Feature categories defined


In [9]:

print(f"Loading master features from: {MASTER_FEATURES_PATH}")

try:
    df_master = pd.read_csv(MASTER_FEATURES_PATH)
    print(f"Master features loaded successfully")

    # Verify essential columns
    if 'id' not in df_master.columns:
        raise ValueError("Missing 'id' column in master features!")
    if 'is_ai' not in df_master.columns:
        raise ValueError("Missing 'is_ai' column in master features!")
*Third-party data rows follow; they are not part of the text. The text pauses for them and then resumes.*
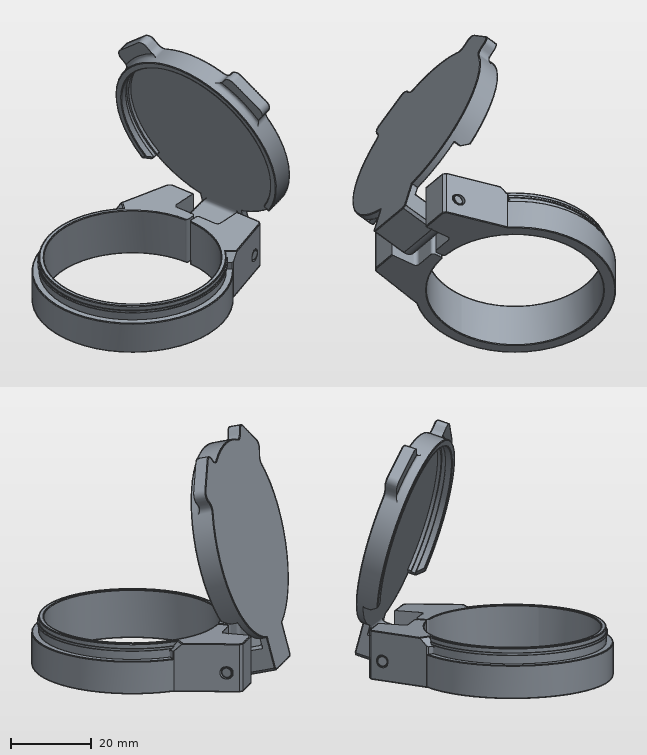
import cadquery as cq
import math

RING_R = 24.985
BORE_R = 22.0
SHOULDER_Z = 8.5
RING_TOP = 12.5
NECK_R = 23.25
BEAD_R = 23.55
BEAD_BOTTOM = 10.7
BEAD_TOP = 11.3
EDGE_BREAK = 0.2

HINGE_Y = 29.05
HINGE_Z = 5.0
BLOCK_BACK = 32.86
BLOCK_START_ANGLE = 40.6
BLOCK_TAPER = 15.0
BLOCK_TOP_CHAMFER = 2.1
BLOCK_BACK_CHAMFER = 0.7
BLOCK_START_CHAMFER = 0.25
NECK_CORNER_R = 0.3
SLOT_HALF = 7.0
SLOT_FRONT = 25.2
SLOT_CORNER_R = 1.0
SPLIT_HALF = 0.4
SPLIT_ROUND = 0.8

PIN_D = 2.8
PIN_END_CHAMFER = 0.2
PIN_HALF_LENGTH = 15.45
HOUSING_HOLE_D = 3.2
LID_HOLE_D = 3.0

LID_OPEN_ANGLE = 75.0
LID_R = RING_R
LID_TOP = 14.4
PLATE_BOTTOM = RING_TOP
SKIRT_BOTTOM = 8.6
SKIRT_BORE_R = 23.2
SKIRT_GROOVE_R = 23.8
GROOVE_BOTTOM = 10.4
GROOVE_TOP = 11.6
SKIRT_END_ANGLE = 40.4
SKIRT_END_CHAMFER = 1.9

ARM_HALF = 6.5
ARM_BACK = HINGE_Y + 3.78
KNUCKLE_R = 6.1 / 2
KNUCKLE_FRONT = HINGE_Y - KNUCKLE_R
STRIP_FRONT = HINGE_Y - 8.0
ARM_FILLET = 1.0
ARM_CHAMFER = 0.7

TAB_ANGLE = 40.0
TAB_REACH = 29.02
TAB_HALF = 6.5
TAB_CORNER_R = 2.0
TAB_ROOT_R = 2.0
TAB_THICKNESS = 3.2
TAB_UNDER_R = 0.8

CLEAR = 1.0


def on_circle(radius, angle):
    a = math.radians(angle)
    return (radius * math.cos(a), radius * math.sin(a))


def box(x_half, y0, y1, z0, z1):
    """Block centred on X = 0."""
    block = cq.Workplane("XY").box(2 * x_half, y1 - y0, z1 - z0, centered=(True, False, False))
    return block.translate((0, y0, z0))


def turned(profile):
    """Solid of revolution about Z from an (R, Z) profile."""
    return cq.Workplane("XZ").polyline(profile).close().revolve(360, (0, 0, 0), (0, 1, 0))


def hinge_rod(diameter, half_length):
    rod = cq.Workplane("YZ").center(HINGE_Y, HINGE_Z).circle(diameter / 2)
    return rod.extrude(half_length, both=True)


def stepped_ring():
    return turned([
        (0, 0), (RING_R, 0),
        (RING_R, SHOULDER_Z - EDGE_BREAK), (RING_R - EDGE_BREAK, SHOULDER_Z),
        (NECK_R, SHOULDER_Z), (NECK_R, BEAD_BOTTOM),
        (BEAD_R, BEAD_BOTTOM), (BEAD_R, BEAD_TOP),
        (NECK_R, BEAD_TOP), (NECK_R, RING_TOP), (0, RING_TOP),
    ])


def hinge_block():
    """Block with radial front walls and sides that taper toward its back."""
    side_x, side_y = on_circle(RING_R, BLOCK_START_ANGLE)
    back_x = side_x - (BLOCK_BACK - side_y) * math.tan(math.radians(BLOCK_TAPER))
    outline = [(0, 0), (side_x, side_y), (back_x, BLOCK_BACK), (-back_x, BLOCK_BACK), (-side_x, side_y)]
    block = cq.Workplane("XY").polyline(outline).close().extrude(RING_TOP)
    block = block.faces(">Y").edges("|Z").chamfer(BLOCK_BACK_CHAMFER)
    block = block.edges("|Z").edges(">X or <X").chamfer(BLOCK_START_CHAMFER)
    front_edges = cq.selectors.BoxSelector((-RING_R, 0, 0), (RING_R, side_y, RING_TOP + CLEAR))
    return block.faces(">Z").edges(front_edges).chamfer(BLOCK_TOP_CHAMFER)


def round_neck_corners(body):
    """Fillet the upright corners where the neck runs into the block."""
    corner_x, corner_y = on_circle(NECK_R, BLOCK_START_ANGLE)
    for x in (-corner_x, corner_x):
        near = cq.selectors.BoxSelector(
            (x - CLEAR / 2, corner_y - CLEAR / 2, SHOULDER_Z),
            (x + CLEAR / 2, corner_y + CLEAR / 2, BEAD_BOTTOM),
        )
        body = body.edges("|Z").edges(near).fillet(NECK_CORNER_R)
    return body


def cut_knuckle_slot(body):
    slot = box(SLOT_HALF, SLOT_FRONT, BLOCK_BACK + CLEAR, 0, RING_TOP)
    return body.cut(slot.edges("|Z and <Y").fillet(SLOT_CORNER_R))


def cut_split(body):
    """Narrow gap from the slot into the bore, its four upright edges rounded."""
    body = body.cut(box(SPLIT_HALF, 0, SLOT_FRONT + CLEAR, 0, RING_TOP))
    gap_edges = cq.selectors.BoxSelector((-CLEAR, BORE_R - CLEAR, 0), (CLEAR, SLOT_FRONT + CLEAR, RING_TOP))
    return body.edges("|Z").edges(gap_edges).fillet(SPLIT_ROUND)


def housing_body():
    body = round_neck_corners(stepped_ring().union(hinge_block()))
    body = body.cut(cq.Workplane("XY").circle(BORE_R).extrude(RING_TOP))
    body = body.faces(">Z or <Z").edges().chamfer(EDGE_BREAK)
    body = cut_split(cut_knuckle_slot(body))
    return body.cut(hinge_rod(HOUSING_HOLE_D, RING_R))


def lid_cap():
    """Round plate with a grooved skirt that stops short of the hinge block."""
    cap = turned([
        (0, PLATE_BOTTOM), (SKIRT_BORE_R, PLATE_BOTTOM), (SKIRT_BORE_R, GROOVE_TOP),
        (SKIRT_GROOVE_R, GROOVE_TOP), (SKIRT_GROOVE_R, GROOVE_BOTTOM), (SKIRT_BORE_R, GROOVE_BOTTOM),
        (SKIRT_BORE_R, SKIRT_BOTTOM + EDGE_BREAK), (SKIRT_BORE_R + EDGE_BREAK, SKIRT_BOTTOM),
        (LID_R - EDGE_BREAK, SKIRT_BOTTOM), (LID_R, SKIRT_BOTTOM + EDGE_BREAK),
        (LID_R, LID_TOP), (0, LID_TOP),
    ])
    return cap.cut(skirt_opening())


def skirt_opening():
    """Wedge between the skirt ends, flared at 45 degrees toward the skirt's rim."""
    far_x, far_y = on_circle(2 * LID_R, SKIRT_END_ANGLE)
    spread = SKIRT_END_CHAMFER / math.cos(math.radians(SKIRT_END_ANGLE))

    rim_plane = cq.Workplane("XY").workplane(offset=SKIRT_BOTTOM)
    straight = rim_plane.polyline([(0, 0), (far_x, far_y), (-far_x, far_y)]).close()
    straight = straight.extrude(PLATE_BOTTOM - SKIRT_BOTTOM)
    flare = rim_plane.polyline([(0, -spread), (far_x, far_y - spread), (-far_x, far_y - spread)]).close()
    flare = flare.workplane(offset=SKIRT_END_CHAMFER)
    flare = flare.polyline([(0, 0), (far_x, far_y), (-far_x, far_y)]).close().loft(ruled=True)
    return straight.union(flare)


def tab_plan():
    """Outline of a tab pointing along +Y, its root blended into the rim by concave arcs."""
    root_x = TAB_HALF + TAB_ROOT_R
    root_y = math.sqrt((LID_R + TAB_ROOT_R) ** 2 - root_x**2)
    rim_share = LID_R / (LID_R + TAB_ROOT_R)
    rim_x = root_x * rim_share
    rim_y = root_y * rim_share
    corner_x = TAB_HALF - TAB_CORNER_R
    corner_y = TAB_REACH - TAB_CORNER_R
    plan = cq.Workplane("XY").lineTo(rim_x, rim_y)
    plan = plan.radiusArc((TAB_HALF, root_y), TAB_ROOT_R).lineTo(TAB_HALF, corner_y)
    plan = plan.radiusArc((corner_x, TAB_REACH), -TAB_CORNER_R).lineTo(-corner_x, TAB_REACH)
    plan = plan.radiusArc((-TAB_HALF, corner_y), -TAB_CORNER_R).lineTo(-TAB_HALF, root_y)
    return plan.radiusArc((-rim_x, rim_y), TAB_ROOT_R).close()


def tab(angle):
    """Tab flush with the lid top; a concave fillet joins its underside to the skirt."""
    inner = LID_R - CLEAR
    outer = TAB_REACH + CLEAR
    bottom = LID_TOP - TAB_THICKNESS
    fillet_bottom = bottom - TAB_UNDER_R
    section = cq.Workplane("XZ").moveTo(inner, LID_TOP).lineTo(outer, LID_TOP).lineTo(outer, bottom)
    section = section.lineTo(LID_R + TAB_UNDER_R, bottom)
    section = section.radiusArc((LID_R, fillet_bottom), -TAB_UNDER_R).lineTo(inner, fillet_bottom).close()
    band = section.revolve(360, (0, 0, 0), (0, 1, 0))
    return tab_plan().extrude(LID_TOP).intersect(band).rotate((0, 0, 0), (0, 0, 1), angle)


def knuckle():
    profile = cq.Workplane("YZ").moveTo(KNUCKLE_FRONT, LID_TOP).lineTo(ARM_BACK, LID_TOP)
    profile = profile.lineTo(ARM_BACK, HINGE_Z).lineTo(HINGE_Y + KNUCKLE_R, HINGE_Z)
    profile = profile.threePointArc((HINGE_Y, HINGE_Z - KNUCKLE_R), (KNUCKLE_FRONT, HINGE_Z)).close()
    chamfered = box(ARM_HALF, KNUCKLE_FRONT, ARM_BACK, 0, LID_TOP).edges("|Z").chamfer(ARM_CHAMFER)
    return profile.extrude(ARM_HALF, both=True).intersect(chamfered)


def arm():
    """Strip carrying the plate back to the knuckle, filleted where the two meet."""
    solid = knuckle().union(box(ARM_HALF, STRIP_FRONT, HINGE_Y, PLATE_BOTTOM, LID_TOP))
    inside_corner = cq.selectors.BoxSelector(
        (-ARM_HALF, KNUCKLE_FRONT - CLEAR, PLATE_BOTTOM - CLEAR),
        (ARM_HALF, KNUCKLE_FRONT + CLEAR, PLATE_BOTTOM + CLEAR),
    )
    return solid.edges("|X").edges(inside_corner).fillet(ARM_FILLET)


def lid_body():
    body = lid_cap().union(arm())
    for side in (-1, 1):
        body = body.union(tab(180 + side * TAB_ANGLE))
    body = body.cut(hinge_rod(LID_HOLE_D, RING_R))
    body = body.faces(">Z").edges().chamfer(EDGE_BREAK)
    return body.rotate((0, HINGE_Y, HINGE_Z), (1, HINGE_Y, HINGE_Z), -LID_OPEN_ANGLE)


def hinge_pin():
    return hinge_rod(PIN_D, PIN_HALF_LENGTH).faces("<X or >X").chamfer(PIN_END_CHAMFER)


housing = housing_body().solids()
lid = lid_body().solids()
pin = hinge_pin().solids()
result = cq.Compound.makeCompound([housing.val(), lid.val(), pin.val()])

    # Verify features are present
    feature_cols = [col for col in df_master.columns if col not in ['id', 'is_ai']]

except FileNotFoundError:
    print(f"Master features file not found!")
    print(f"Path: {MASTER_FEATURES_PATH}")
    raise
except Exception as e:
    print(f"ERROR loading master features: {e}")
    raise


Loading master features from: /content/drive/MyDrive/Tesi Magistrale/master_features/master_features_complete_2.csv
Master features loaded successfully


In [10]:
#Load commercial

print(f"Loading commercial test set from: {COMMERCIAL_TEST_PATH}")

try:
    df_commercial = pd.read_csv(COMMERCIAL_TEST_PATH)
    print(f"Commercial test set loaded successfully")
    print(f"Columns: {list(df_commercial.columns)}")

    # Check for ID column
    id_col_commercial = None
    for possible_id in ['id', 'uuid', 'ID', 'UUID']:
        if possible_id in df_commercial.columns:
            id_col_commercial = possible_id

    print(f"Using ID column: '{id_col_commercial}'")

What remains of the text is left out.